My hope is to remain in my home and support my family. This will be challenging given that my doctor says that I will be unable to look for work until at least next March, 2018. My unemployment benefits, which are a fraction of my normal pay will run out in early February. With the loss of my benefits, I was fortunate enough to qualify for State Insurance (Obamacare), just before my diagnosis. I am asking for your help to get me through this temporary rough patch by donating anything you can. I’ve based my fund-raising request on the gap that needs to be covered in living expenses for this coming year, as well as any of the medical bills I may incur. I honestly didn’t know how to set a finite goal because life is anything but definitive right now, but I will work hard to come back from all of this.
In the meantime, here’s what I do know…
I’ve been a recreational runner my whole life. At age 40, I started to train and qualify for marathons. In the past 17 years, I have run in 58 marathons. I’ve run three of the six World Marathon Majors consistently…Boston Marathon seven times; Chicago, nine times; New York, three times. Haven’t done Toyko, London, or Berlin…YET! I was looking forward to running my 10th Chicago Marathon this past October 8, 2017, but I had just received my cancer diagnosis, so instead I ran the Hartford half-marathon.

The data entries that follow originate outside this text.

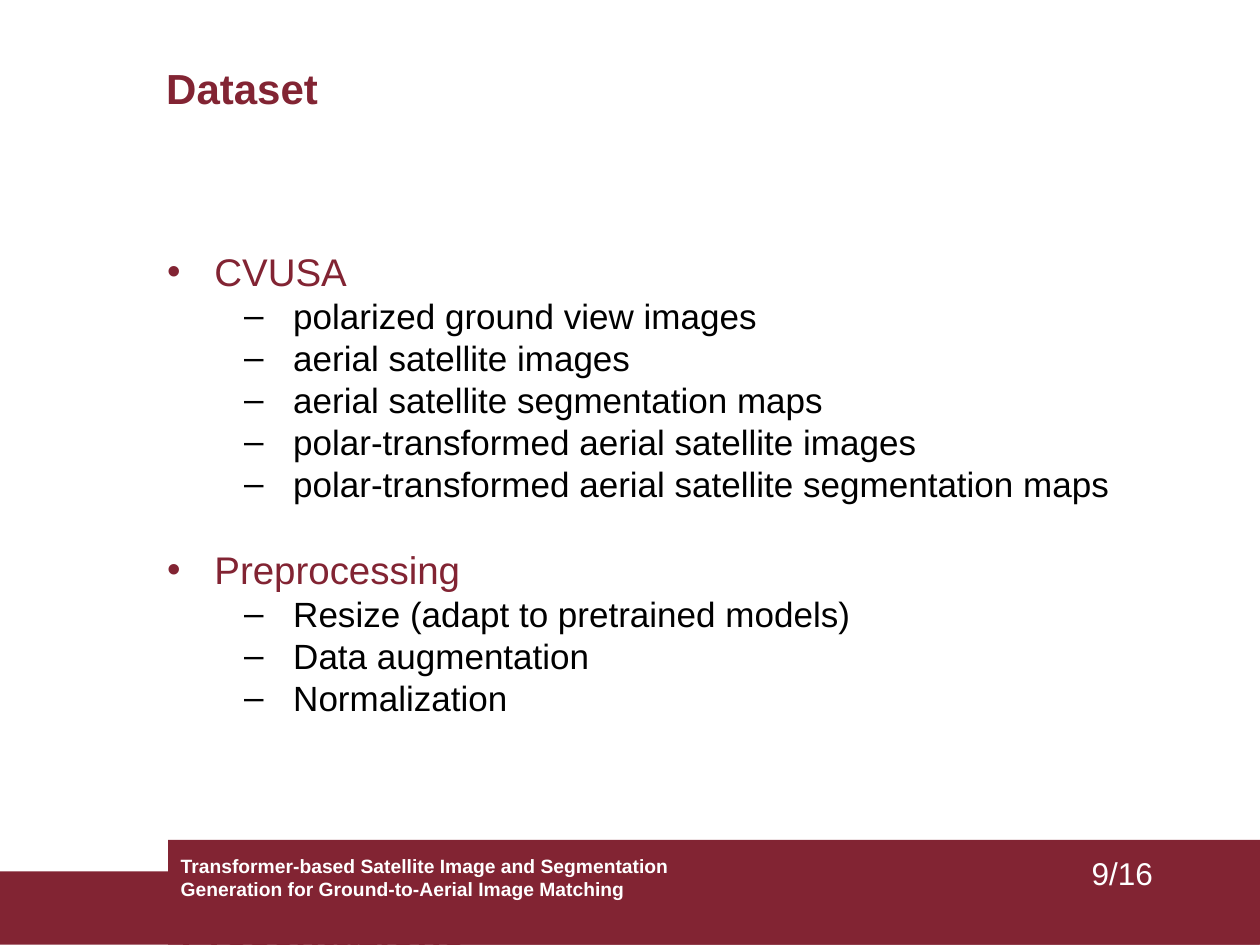
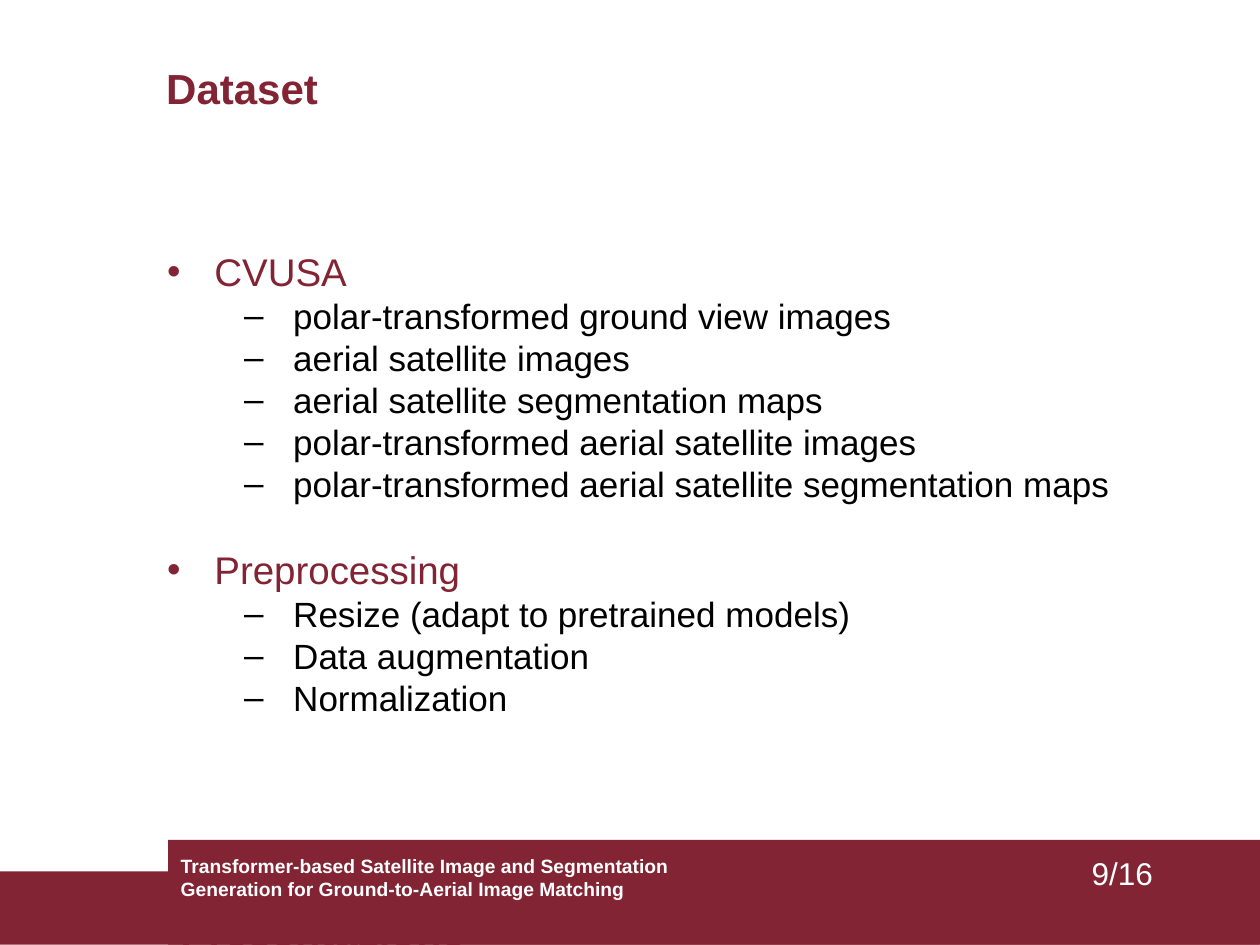
Before and after one commit to LorenzoCiappetta/CV_Project, a slide deck: slide 9 of presentation.pptx. Drawn at 1260x945 pixels with LibreOffice and Linux fonts; fonts in the diff are those of the drawing. Boxes give left, top, right and bottom in pixels: in the first picture for what was removed or moved away, otherwise in the second. Text is boxed around its words. In the diff, an @@ line names an element or a change of style, - is before the commit and + after.

Commit message:
small fix in presentation slides

```diff
--- a/presentation.pptx
+++ b/presentation.pptx
@@ text at box(293, 303, 891, 335): text changed @@
-  – polarized ground view images
+  – polar-transformed ground view images
```
Also in this commit, not shown: 1 other file.

There’s both extreme fulfillment and discomfort in running long distances. You endure pain for long periods of time, but you always know that the finish line is just ahead. Running marathons is all about mental and physical preparation, and realistic goal-setting. Running a 26.2 mile marathon is like running 8 ½ 5Ks. So when I’m on the course, I break it down, thinking “one 5K down, 7 ½ to go. Two 5Ks down, 6 ½ to go…” Along the way, I lose myself in the beauty of my surroundings and I fuel myself with positive thoughts, the blessings in my life, my accomplishments, and the good times spent with family and friends. Being a marathoner has prepared me well for what lies ahead.
I have to stay positive and stay focused on the future, so my short-term goal is to run the Chicago Marathon on October 7, 2018. I received a medical deferment for this year’s race, so I am automatically qualified for next year. My long-term goal is to run 60 marathons by age 60. Between now and then, there will be plenty to deal with and raising some much-needed funding is a priority.
In addition to any financial support you can provide, I appreciate your help as my “Pace Team.” In a marathon, a pace team is a group of runners led by an experienced leader who run together at a steady pace so they can achieve their goal of finishing the marathon at a particular time. I know that there will be days ahead that I will face physical and emotional pain. There have already been moments where I have felt overwhelmed and immobilized. That’s why, even though I’ve always been a solitary runner, I know that I will benefit from a Pace Team – friends, family, and strangers who will keep me and my family in their prayers and on occasion who can give a motivational shout-out so I can keep my pace and my spirits strong.
As I prepare to lose some of my physical strength and ability to communicate, I will rely on my family and the power of social media to keep you informed of my progress.
There are three things I think about when running marathons…a good start, a steady pace, and a strong finish. I will apply the same mental strategy to my health challenge in the days, weeks, and months ahead. I am in the race of my life…and I plan to cross the finish line. Thanks for running this life marathon with me and for me. And in that spirit…
On your mark, get set, Go Fund Me…please!